You can see the pipeline information visually using Streamlit instead of printing the output in the console. You can simply run the command:
dlt pipeline {pipeline_name} show
. You’ll need to install Streamlit as a dependency.
dlt’s website lists out all the useful CLI commands.
Another Way to Define a REST API Source
I used the RESTClient class for defining the dlt source for the REST API, but you can use a more declarative approach with rest_api_source (which uses RESTClient under the hood). I just personally prefer using RESTClient. If I used rest_api_source instead, it’d look something like this:
Using Iceberg and Delta Table Formats
You can write your data as Iceberg or Delta tables with dlt. You may just add an argument to the dlt resource function like @dlt.resource(table_format=’iceberg’)

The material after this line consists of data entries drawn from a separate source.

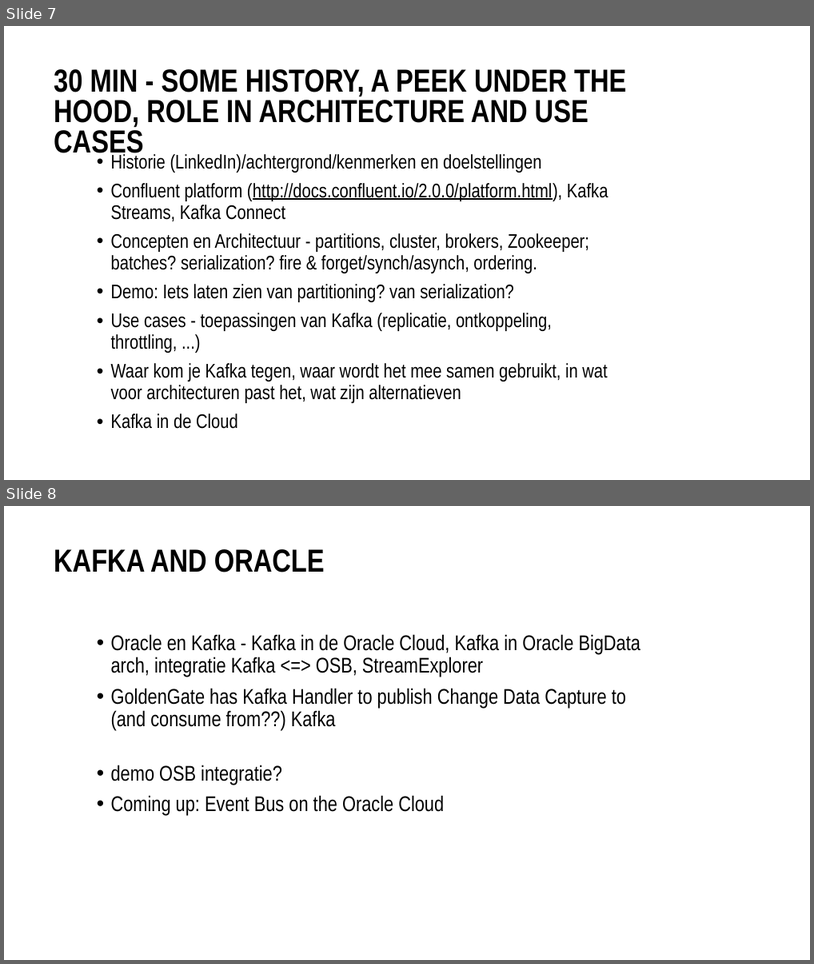
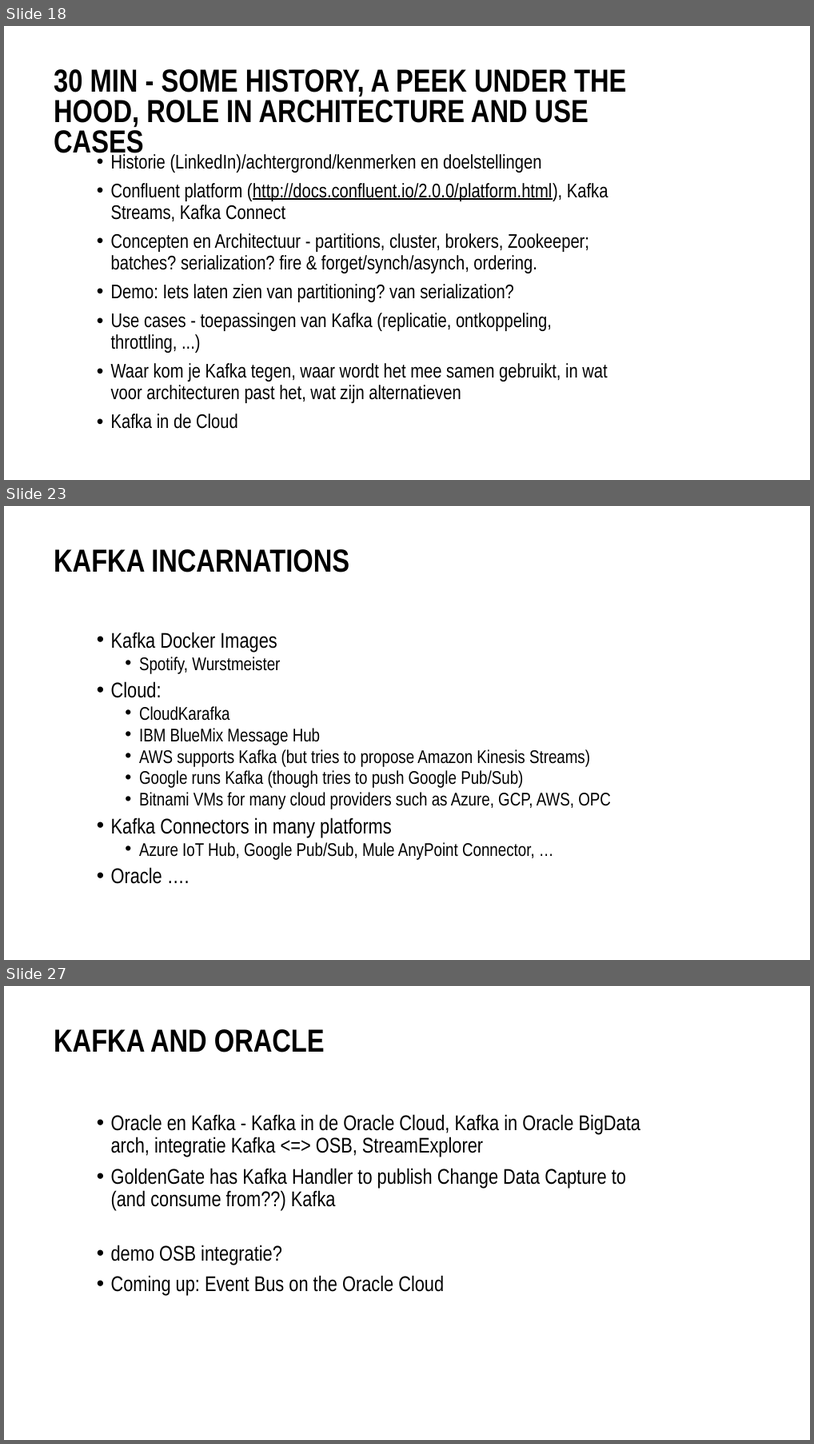
Before and after one commit to MaartenSmeets/kafka-workshop, a slide deck: Kafka_SIG_09feb2017.pptx. Shown one above the other, each under a label of ours: slides 7 and 8 before the commit, slides 18, 23 and 27 after it; the slides between them are not shown. The pictures are 814x964 and 814x1444 pixels, drawn with LibreOffice and Linux fonts; fonts in the diff are those of the drawing; background and template pictures are left out. Boxes give left, top, right and bottom in pixels: in the first picture for what was removed or moved away, otherwise in the second. Text is boxed around its words. In the diff, an @@ line names an element or a change of style, - is before the commit and + after.

Commit message:
First section of presentation: basics of Kafka (no code, no under the hood)

```diff
--- a/Kafka_SIG_09feb2017.pptx
+++ b/Kafka_SIG_09feb2017.pptx
@@ slide 23 added at box(4, 506, 810, 960), background #FFFFFF @@
@@ title added at box(54, 549, 350, 572), 54 pt, text #000000, bold @@
+KAFKA INCARNATIONS
@@ text added at box(111, 632, 611, 884), 31 pt, text #000000 @@
+• Kafka Docker Images
+  • Spotify, Wurstmeister
+• Cloud:
+  • CloudKarafka
+  • IBM BlueMix Message Hub
+  • AWS supports Kafka (but tries to propose Amazon Kinesis Streams)
+  • Google runs Kafka (though tries to push Google Pub/Sub)
+  • Bitnami VMs for many cloud providers such as Azure, GCP, AWS, OPC
+• Kafka Connectors in many platforms
+  • Azure IoT Hub, Google Pub/Sub, Mule AnyPoint Connector, …
+• Oracle ….
@@ what was slide 7 is now slide 18 @@
@@ what was slide 8 is now slide 27 @@
```
Also in this commit, not shown: 1 slide changed, 19 other slides added, 1 slide removed.

. This opens many doors in using dlt with the lakehouse architecture. Note that you’ll need to install additional dependencies such as pyiceberg for Iceberg and deltalake for Delta. Also there are some limitations around this, which you can check in their documentation page (Delta limitations, Iceberg limitations).
Running dlt in Production
In production, you can set up your dlt scripts in GitHub and use GitHub Actions to schedule data ingestion jobs. Environment variables can be managed through GitHub Secrets or a cloud secret manager, and referenced directly in your dlt scripts. You can run dlt jobs using serverless functions or on a regular server like EC2.
One of dlt’s key selling points is that it runs anywhere Python runs, which greatly simplifies deployment.
Why Use dlt Over Other Tools? ✅
dlt vs SaaS tools
SaaS tools like Fivetran, Estuary, and Airbyte are great.
You can connect a source to a destination in just a few clicks.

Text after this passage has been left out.